# Just Got Home From Dweezil Zappa



## Captainnumber36 (Jan 19, 2017)

I thought the Hot Rats part was the best part, and walked out early when they started doing more stuff with vocals. It was getting too non-sensical, which is to be expected from Zappa.

Sax girl stole the show on Gumbo Variations, Zappa tried to do a solo after her, and it just wasn't one the same level. That was my favorite part.

Camel sounded a bit weird, not like the studio version.

I had a good time, though, I'm glad I went.


----------



## starthrower (Dec 11, 2010)

Yeah, Sheila is a great musician. Too bad you walked out early. Last time I saw them they played for three hours. I liked everything but one song where they tried to be funny but weren't.


----------



## Captainnumber36 (Jan 19, 2017)

starthrower said:


> Yeah, Sheila is a great musician. Too bad you walked out early. Last time I saw them they played for three hours. I liked everything but one song where they tried to be funny but weren't.

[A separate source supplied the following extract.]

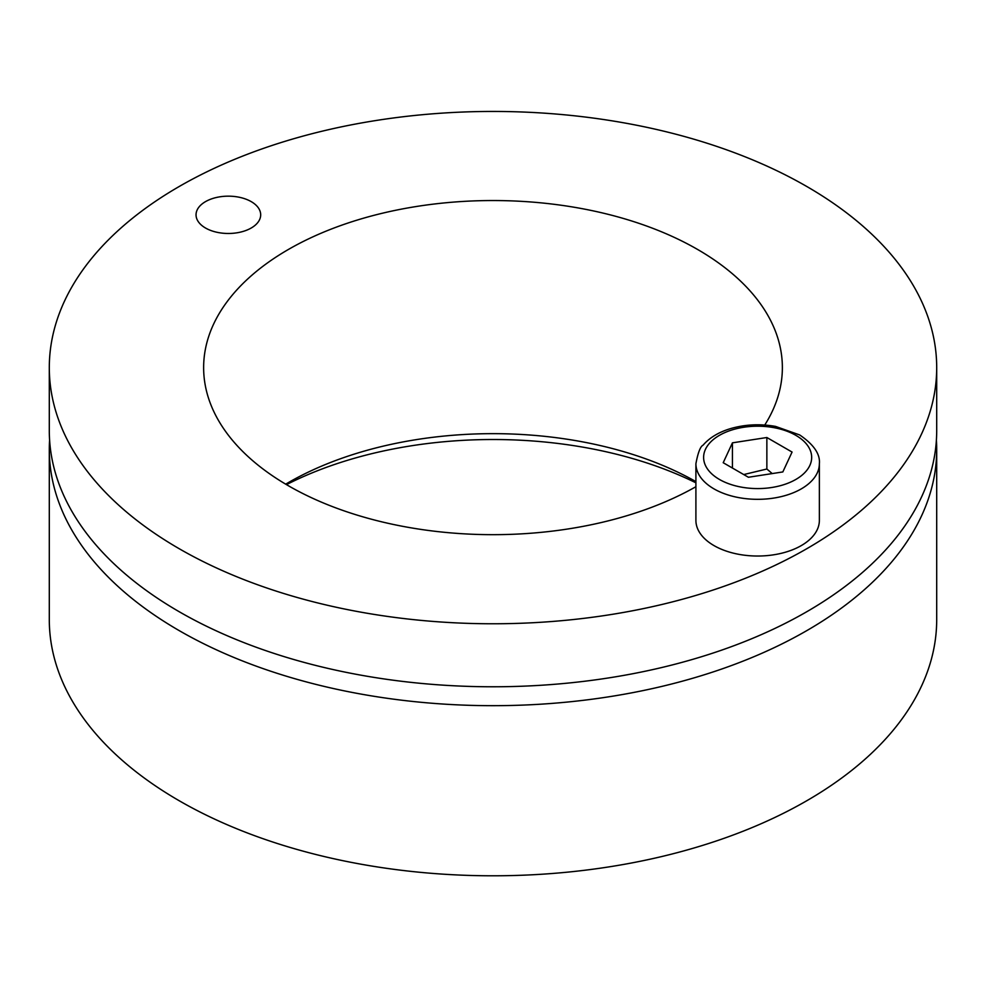 <?xml version="1.0" encoding="UTF-8"?>
<svg xmlns="http://www.w3.org/2000/svg" width="986" height="986" viewBox="0 0 986 986"><rect width="100%" height="100%" fill="white"/><g stroke="black" fill="none" stroke-linecap="round" stroke-linejoin="round"><path stroke-width="1.48" d="M205.507 228.012A32.316 18.66 180 0 1 196.041 214.825A32.316 18.66 180 0 1 228.37 196.165A32.316 18.66 180 0 1 260.686 214.825A32.316 18.66 180 0 1 240.732 232.055A32.316 18.66 180 0 1 205.507 228.012M695.906 481.612A289.366 167.065 0 0 0 285.693 484.163M695.906 486.714A289.366 167.065 180 0 1 288.38 485.741A289.366 167.065 180 0 1 203.634 367.605A289.366 167.065 180 0 1 493 200.54A289.366 167.065 180 0 1 782.366 367.605A289.366 167.065 180 0 1 764.742 425.04M49.3 367.605L49.3 430.611A443.7 256.163 0 0 0 179.255 611.751A443.7 256.163 0 0 0 662.802 667.275A443.7 256.163 0 0 0 936.7 430.611L936.7 367.605A443.7 256.163 180 0 1 662.802 604.27A443.7 256.163 180 0 1 179.255 548.746A443.7 256.163 180 0 1 49.3 367.605A443.7 256.163 180 0 1 493 111.443A443.7 256.163 180 0 1 936.7 367.605M695.906 482.82A311.958 180.105 0 0 0 286.482 484.631M49.3 449.517L49.3 619.627A443.7 256.163 0 0 0 179.255 800.768A443.7 256.163 0 0 0 662.802 856.292A443.7 256.163 0 0 0 936.7 619.627L936.7 449.517A443.7 256.163 180 0 1 662.802 686.182A443.7 256.163 180 0 1 179.255 630.646A443.7 256.163 180 0 1 49.3 449.517A443.7 256.163 180 0 1 49.608 440.064M936.392 440.064A443.7 256.163 180 0 1 936.7 449.517M819.366 463.691L819.366 520.386A61.736 35.644 180 0 1 757.63 556.03A61.736 35.644 180 0 1 695.906 520.386L695.906 463.691A61.736 35.644 0 0 0 757.63 499.323A61.736 35.644 0 0 0 819.366 463.691C820.327 454.127 813.77 444.55 799.683 434.949L775.551 426.408C760.305 423.709 745.49 424.387 731.082 428.454C719.004 431.979 709.661 437.562 703.067 445.191C700.393 446.399 698.002 452.562 695.906 463.691M766.861 437.513L792.066 452.056L782.835 471.937L748.411 477.261L723.206 462.717L732.438 442.837L766.861 437.513L766.861 469.016L743.727 474.562M732.438 468.042L732.438 442.837M772.223 473.576L766.861 469.016M795.825 435.331A54.02 31.182 180 0 1 771.619 487.515A54.02 31.182 180 0 1 705.458 449.32A54.02 31.182 180 0 1 795.825 435.331"/></g></svg>

That's how I felt about most everything I was hearing after Hot Rats.


----------



## millionrainbows (Jun 23, 2012)

I hope you realize that you were seeing a guitarist who is at the forefront of guitar technique & technology. What's left after that, boy bands?


----------



## starthrower (Dec 11, 2010)

Now, now, Million. Don't be so indignant. Not everyone's a guitar head. I go for the band and the compositions. As good as Dweezil is, he's not Frank. And all his technique and electronic kizmos don't move me like an FZ solo.


----------